雷德森俺的杰特们,俺小五子来也!好久不见甚是想念啊!

最近我们这的房价跌得挺狠,万平琢磨着想在这买房子。我说这的房子没啥升值空间,以后只会越来越便宜。他说未来丈母娘说了,结婚不能远走,必须得有房子。我说那就是让你入赘呗?万平说也不算是。结婚了也是跟我回沈阳,但这边也得有个家,两边住。哎,真新鲜。现在的年轻人,让人搞不懂。

据说师姐要爆我的料,我一点都不怕。我最怕的是她总找我吃饭,可她又不买单,恨得人牙痒痒。她要是敢讲我的事,我就告诉老轴她吃垃圾食品的事。哼,谁害怕还不一定呢。

说来也是搞笑,老轴,一个完全的唯物主义者,从不相信任何奇怪的事情。师姐,一个让人一言难尽的实用神棍主义者,相信一切皆有可能。他俩能凑到一起过日子,关键还不干仗,真是让人匪夷所思。不过说心里话,我挺服师姐的。她把孩子整得老明白了。我从来没听说她为了孩子的学习发愁。也没听说他俩口子因为孩子吵架。

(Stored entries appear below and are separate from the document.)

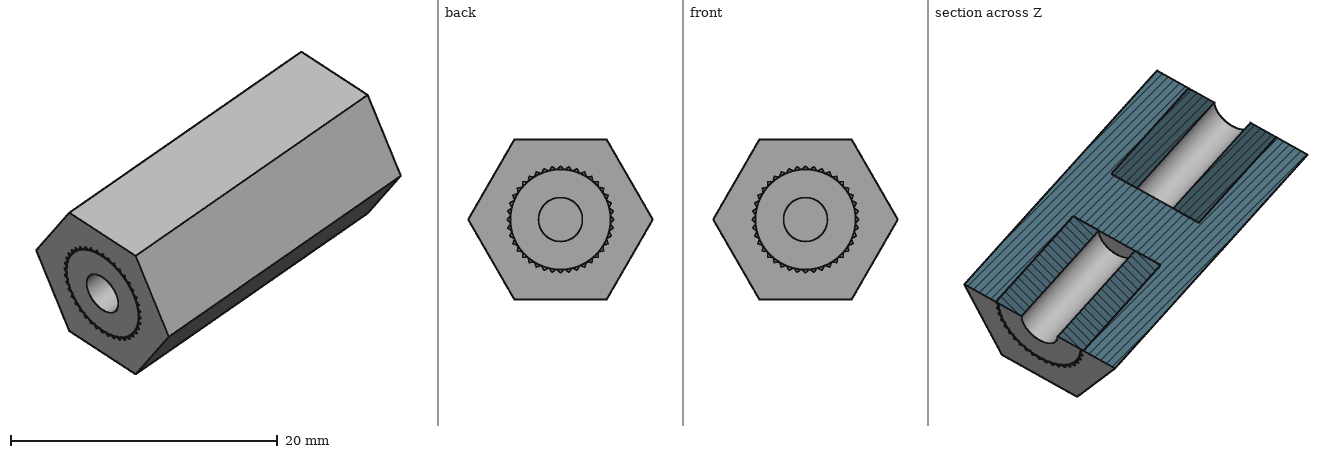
import cadquery as cq
import math

spacer_length = 25.0
across_flats = 12.0
hexagon_sides = 6
across_corners = across_flats / math.cos(math.pi / hexagon_sides)

insert_length = 10.0
core_diameter = 7.5
bore_diameter = 3.3

tooth_count = 40
tooth_pitch = 2 * math.pi / tooth_count
tip_radius = 4.0
root_radius = 3.72
knurl_setback = 0.012


def end_plane(end_y, inward):
    """Plane across the Y axis at end_y, facing along +Y (1) or -Y (-1)."""
    return cq.Plane(origin=(0, end_y, 0), xDir=(1, 0, 0), normal=(0, inward, 0))


def polar_point(radius, angle):
    return (radius * math.cos(angle), radius * math.sin(angle))


def knurled_plug(end_y, inward, setback):
    """Round core with teeth that start at the given setback from its outer face."""
    outline = []
    for tooth in range(tooth_count):
        tip_angle = tooth * tooth_pitch
        outline.append(polar_point(tip_radius, tip_angle))
        outline.append(polar_point(root_radius, tip_angle + tooth_pitch / 2))
    knurl_start = end_plane(end_y + inward * setback, inward)
    knurl = cq.Workplane(knurl_start).polyline(outline).close().extrude(insert_length - setback)
    core = cq.Workplane(end_plane(end_y, inward)).circle(core_diameter / 2).extrude(insert_length)
    return core.union(knurl)


def make_insert(end_y, inward):
    """Knurled insert with a bore along its whole length."""
    bore = cq.Workplane(end_plane(end_y, inward)).circle(bore_diameter / 2).extrude(insert_length)
    return knurled_plug(end_y, inward, knurl_setback).cut(bore)


def make_spacer(ends):
    """Hexagonal bar with a toothed socket in each end."""
    start = end_plane(-spacer_length / 2, 1)
    bar = cq.Workplane(start).polygon(hexagon_sides, across_corners).extrude(spacer_length)
    for end_y, inward in ends:
        bar = bar.cut(knurled_plug(end_y, inward, 0))
    return bar


spacer_ends = [(-spacer_length / 2, 1), (spacer_length / 2, -1)]

spacer = make_spacer(spacer_ends)
inserts = [make_insert(end_y, inward) for end_y, inward in spacer_ends]

result = cq.Compound.makeCompound([spacer.val(), *[insert.val() for insert in inserts]])

相反我家邻居,每天晚上五点以后那简直就是“命运交响曲”的浓缩版。先是大人喊,然后是孩子喊,之后就是噼噼啪啪的声音,估计挨揍了。孩子哭,有时候大人也哭。

有一天我刚一出门,从旁边嗖地一下飞出一个书包,接着就是妈妈和孩子同时发出的哭嚎。我看着那个书包,拣也不是,不拣也不是。每次在小区遛弯,都会看见几个宝妈在一起研究怎么对付孩子。

我师姐呢?每天研究的就是怎么能给孩子合情合理地请假。一开始她请病假,后来老师让开假条,她就请事假。前几天她去开家长会,老师告诉她四年级不能总请假了,她又开始犯愁了。

我问她,孩子总这么请假期末考试能考好吗?她说期末三科都是满分。作文比赛一等奖,单词比赛也第一。平时的测验也都是在98分以上,所以没啥担心的。

我说你是不是用什么法术了?这没上几天学咋考的?她就笑。用法术是不可能的,她肯定有自己的办法。不过说到考试,还真有点不一样的故事跟你们分享。

2,

好多年前,我们村出了个大学生,姓张,按屯亲论辈分,我管他叫三哥。那年月,谁家出个大学生可是天大的好事。但是他家穷,三哥参加完高考就去砖厂打零工了。

砖厂的活又累又苦。夏天本就热,他推着独轮车在六七十度的砖窑里把烧好的砖搬上车,再推出去放砖垛上码好。这样的活一干就是一天,衣服一直都是湿的。他平时下了班就在家看书,基本不出门。那年夏天正赶上村里一个老人过世,摆席干活缺人手,他就跟着去了。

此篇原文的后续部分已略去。